South the grand pilgrimage marched, passing many great cities of old. Tyre, Sidon and Acre, were all passed by with eerie peace, as all preferred to make peace than war with the Crusade, depleted though it was. Of over a hundred thousand pilgrims who took the cross, scarcely twelve thousand now survived to march on Jerusalem, and a mere twelve hundred knights. Only a handful of horses now remained. Word from those Christian peasants in those lands, who braved to make contact, told of the horrors the Turks had unleashed upon them, torture and forced conversion of their children. The Surian people, mostly Christian, advised Godfrey of Bouillon, Raymond and Tancred the nephew of Bohemond to take the path South, for the road through Damascus was not safe, for water would not be found for two days. The mountains of the Lebanon offered shelter, and good supplies of water, but the ground was too rugged for pack animals and camels. Only the coastal plain remained open, alongside Tripoli. Godfrey, the Duke of Lorraine, exhorted his fellows to action, and roused the crusader spirit once again. The crusaders gathered the relics from the churches of Antioch, and prepared for the final push.

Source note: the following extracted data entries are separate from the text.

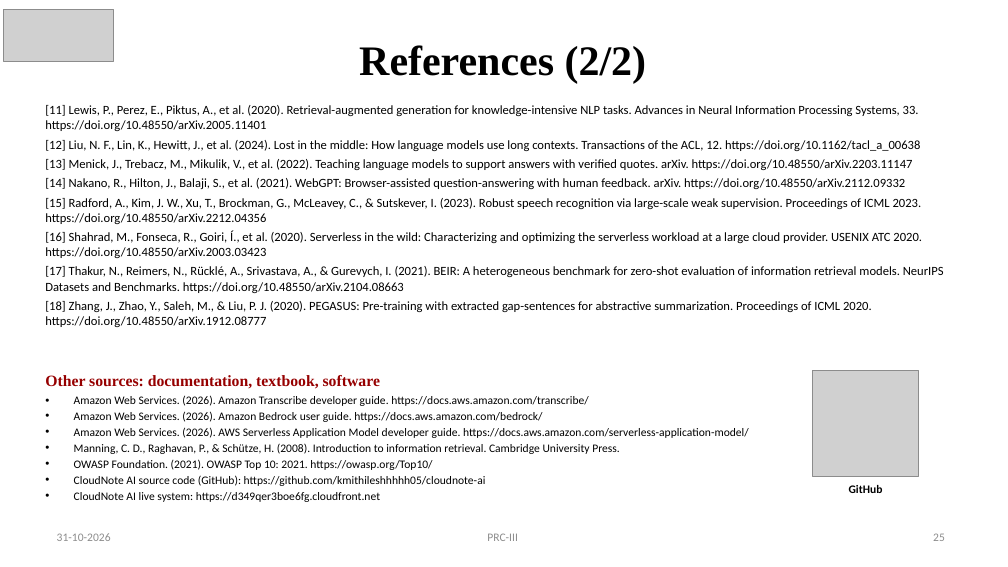
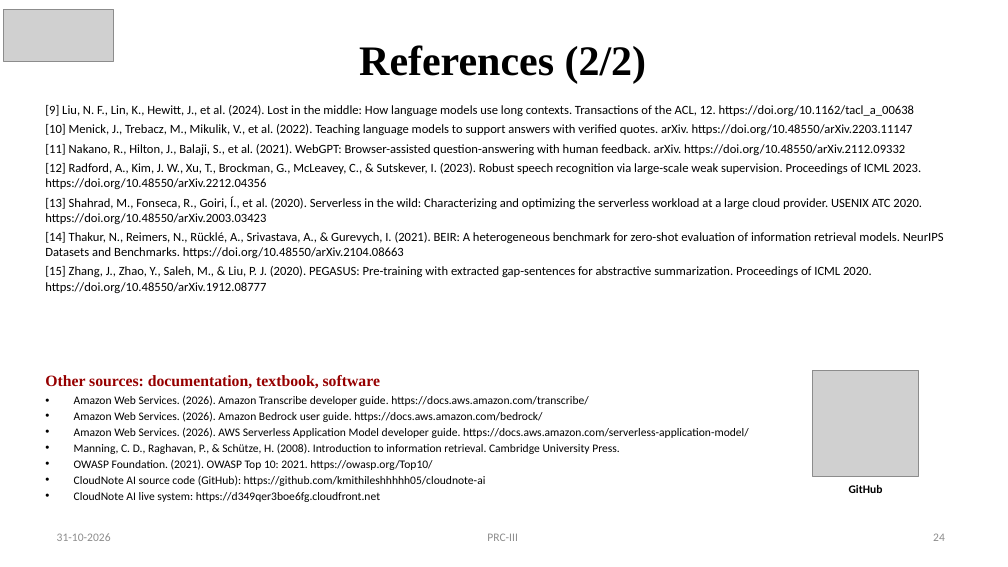
Before and after one commit to kmithileshhhhh05/cloudnote-ai, a slide deck: slide 24 of docs/submission/CloudNote_AI_PRC-III_Review.pptx (slide 25 before the commit). Drawn at 1008x567 pixels with LibreOffice and Linux fonts; fonts in the diff are those of the drawing; grey boxes stand for pictures. Boxes give left, top, right and bottom in pixels: in the first picture for what was removed or moved away, otherwise in the second. Text is boxed around its words. In the diff, an @@ line names an element or a change of style, - is before the commit and + after.

```diff
--- a/docs/submission/CloudNote_AI_PRC-III_Review.pptx
+++ b/docs/submission/CloudNote_AI_PRC-III_Review.pptx
@@ text at bbox=[45, 105, 944, 293]: text changed @@
-[11] Lewis, P., Perez, E., Piktus, A., et al. (2020). Retrieval-augmented generation for knowledge-intensive NLP tasks. Advances in Neural Information Processing Systems, 33. https://doi.org/10.48550/arXiv.2005.11401
-[12] Liu, N. F., Lin, K., Hewitt, J., et al. (2024). Lost in the middle: How language models use long contexts. Transactions of the ACL, 12. https://doi.org/10.1162/tacl_a_00638
-[13] Menick, J., Trebacz, M., Mikulik, V., et al. (2022). Teaching language models to support answers with verified quotes. arXiv. https://doi.org/10.48550/arXiv.2203.11147
-[14] Nakano, R., Hilton, J., Balaji, S., et al. (2021). WebGPT: Browser-assisted question-answering with human feedback. arXiv. https://doi.org/10.48550/arXiv.2112.09332
-[15] Radford, A., Kim, J. W., Xu, T., Brockman, G., McLeavey, C., & Sutskever, I. (2023). Robust speech recognition via large-scale weak supervision. Proceedings of ICML 2023. https://doi.org/10.48550/arXiv.2212.04356
-[16] Shahrad, M., Fonseca, R., Goiri, Í., et al. (2020). Serverless in the wild: Characterizing and optimizing the serverless workload at a large cloud provider. USENIX ATC 2020. https://doi.org/10.48550/arXiv.2003.03423
-[17] Thakur, N., Reimers, N., Rücklé, A., Srivastava, A., & Gurevych, I. (2021). BEIR: A heterogeneous benchmark for zero-shot evaluation of information retrieval models. NeurIPS Datasets and Benchmarks. https://doi.org/10.48550/arXiv.2104.08663
-[18] Zhang, J., Zhao, Y., Saleh, M., & Liu, P. J. (2020). PEGASUS: Pre-training with extracted gap-sentences for abstractive summarization. Proceedings of ICML 2020. https://doi.org/10.48550/arXiv.1912.08777
+[9] Liu, N. F., Lin, K., Hewitt, J., et al. (2024). Lost in the middle: How language models use long contexts. Transactions of the ACL, 12. https://doi.org/10.1162/tacl_a_00638
+[10] Menick, J., Trebacz, M., Mikulik, V., et al. (2022). Teaching language models to support answers with verified quotes. arXiv. https://doi.org/10.48550/arXiv.2203.11147
+[11] Nakano, R., Hilton, J., Balaji, S., et al. (2021). WebGPT: Browser-assisted question-answering with human feedback. arXiv. https://doi.org/10.48550/arXiv.2112.09332
+[12] Radford, A., Kim, J. W., Xu, T., Brockman, G., McLeavey, C., & Sutskever, I. (2023). Robust speech recognition via large-scale weak supervision. Proceedings of ICML 2023. https://doi.org/10.48550/arXiv.2212.04356
+[13] Shahrad, M., Fonseca, R., Goiri, Í., et al. (2020). Serverless in the wild: Characterizing and optimizing the serverless workload at a large cloud provider. USENIX ATC 2020. https://doi.org/10.48550/arXiv.2003.03423
+[14] Thakur, N., Reimers, N., Rücklé, A., Srivastava, A., & Gurevych, I. (2021). BEIR: A heterogeneous benchmark for zero-shot evaluation of information retrieval models. NeurIPS Datasets and Benchmarks. https://doi.org/10.48550/arXiv.2104.08663
+[15] Zhang, J., Zhao, Y., Saleh, M., & Liu, P. J. (2020). PEGASUS: Pre-training with extracted gap-sentences for abstractive summarization. Proceedings of ICML 2020. https://doi.org/10.48550/arXiv.1912.08777
@@ text at bbox=[933, 533, 945, 541]: text changed @@
-25
+24
```
Also in this commit, not shown: 18 other slides changed, 2 slides added, 3 slides removed, 6 other files.

The Crusaders lay Siege to Jerusalem
Engraving by Gustave Doré 
After an arduous journey under the burning Sun, there appeared on the horizon a sight many thought they would never see. Four years since Pope Urban II gave that momentous speech, words that shook the world,  the Holy City of Jerusalem was there on the horizon within sight at last! So many had fallen on the Great Expedition, tens of thousands who had left home in search of salvation, or a better life, now saw a place in their dreams. Many fell to their knees and wept, after so long and so much suffering. Raymond leapt off his horse in amazement at the sight, and donned the attire of a humble pilgrim. The fire of zeal rippled through the crusader ranks. Men of the West had heard of the city where Christ suffered only through the Bible, through fragmented stories of travellers, a place at the furthest ends of the Earth. Yet here it lay, in all its splendour, in physical, and visible, form at last. Back in Antioch, Peter Bartholomew had a vision in his dreams that Jerusalem, and the Kingdom of Heaven, would be theirs if they approached barefoot the walls of the Holy City, but here in the euphoria, his words of warning lay forgotten, and silent. The same could not happen here as at Antioch, to lay Jerusalem under siege until surrender was impossible. Too few crusaders were left, the countryside was harsh, scant of food, water and wood, and the danger of relief from the slowly uniting Muslim nations was terrifying. It was now or never. Without delay, the crusaders set up position around Jerusalem, preparing for the final onslaught, well aware that the outcome of this would be remembered in history for all times.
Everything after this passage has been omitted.